━━━ SUPPLIED INFORMATION
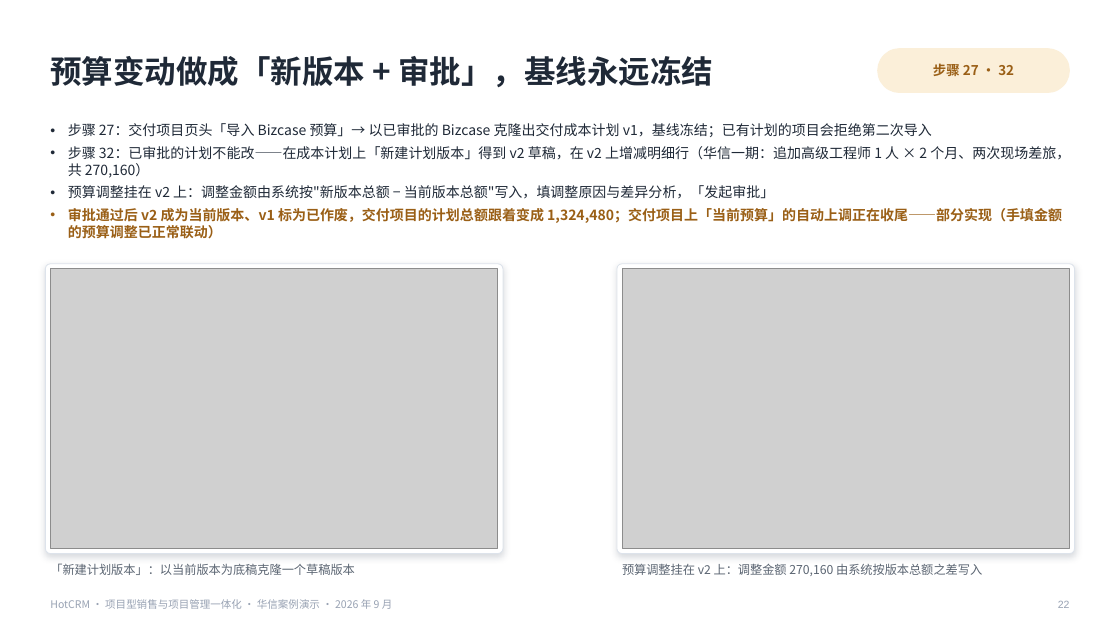
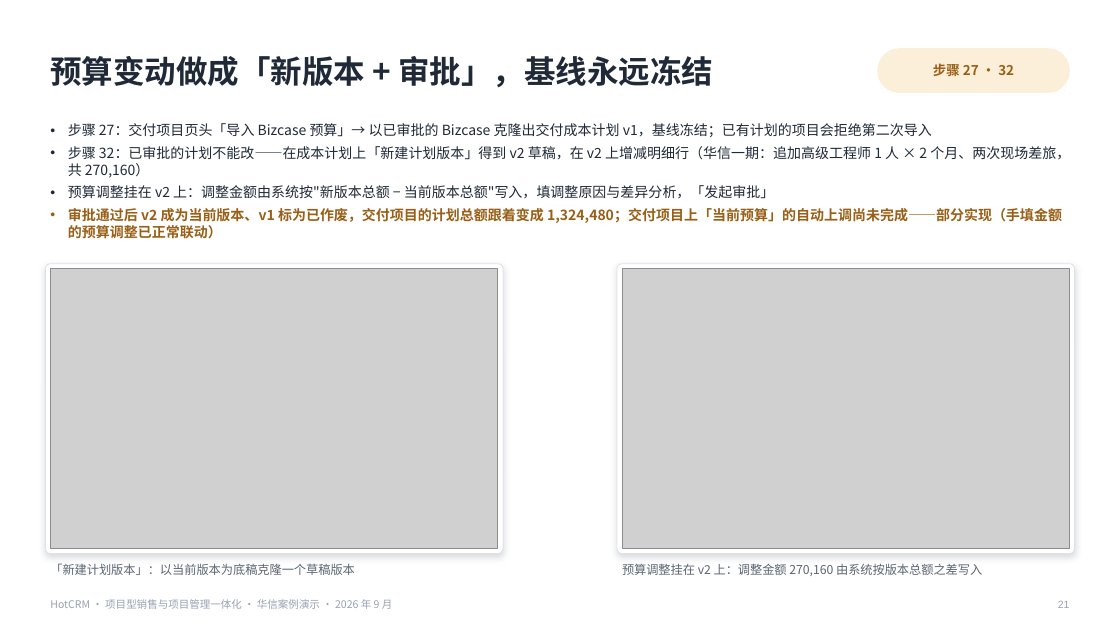
Before and after one commit to sunhaolin/hotcrm, a slide deck: slide 21 of docs/demo/psa-presales/客户汇报-华信案例.pptx (slide 22 before the commit). Drawn at 1120x630 pixels with LibreOffice and Linux fonts; fonts in the diff are those of the drawing; grey boxes stand for pictures. Boxes give left, top, right and bottom in pixels: in the first picture for what was removed or moved away, otherwise in the second. Text is boxed around its words. In the diff, an @@ line names an element or a change of style, - is before the commit and + after.

```diff
--- a/docs/demo/psa-presales/客户汇报-华信案例.pptx
+++ b/docs/demo/psa-presales/客户汇报-华信案例.pptx
@@ text at box(68, 208, 1062, 239): text changed @@
-• 审批通过后 v2 成为当前版本、v1 标为已作废，交付项目的计划总额跟着变成 1,324,480；交付项目上「当前预算」的自动上调正在收尾——部分实现（手填金额的预算调整已正常联动）
+• 审批通过后 v2 成为当前版本、v1 标为已作废，交付项目的计划总额跟着变成 1,324,480；交付项目上「当前预算」的自动上调尚未完成——部分实现（手填金额的预算调整已正常联动）
@@ text at box(1058, 601, 1070, 608): text changed @@
-22
+21
```
Also in this commit, not shown: 30 other slides changed, 1 slide removed, 2 other files.
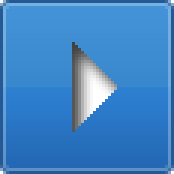
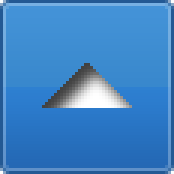
Before/after of a 174 × 174 layered artwork. What changed in the layer stack:
added layer "Triangle 2" above "Triangle 1" over (42, 63, 132, 108)
renamed "Layer 2" to "Triangle 1", hid it over (72, 42, 117, 132)
━━━━━━
In the records above, find every line with the word "客户汇报" and copy it.

SOLUTION TO THE PROBLEM:
Before and after one commit to sunhaolin/hotcrm, a slide deck: slide 21 of docs/demo/psa-presales/客户汇报-华信案例.pptx (slide 22 before the commit). Drawn at 1120x630 pixels with LibreOffice and Linux fonts; fonts in the diff are those of the drawing; grey boxes stand for pictures. Boxes give left, top, right and bottom in pixels: in the first picture for what was removed or moved away, otherwise in the second. Text is boxed around its words. In the diff, an @@ line names an element or a change of style, - is before the commit and + after.
--- a/docs/demo/psa-presales/客户汇报-华信案例.pptx
+++ b/docs/demo/psa-presales/客户汇报-华信案例.pptx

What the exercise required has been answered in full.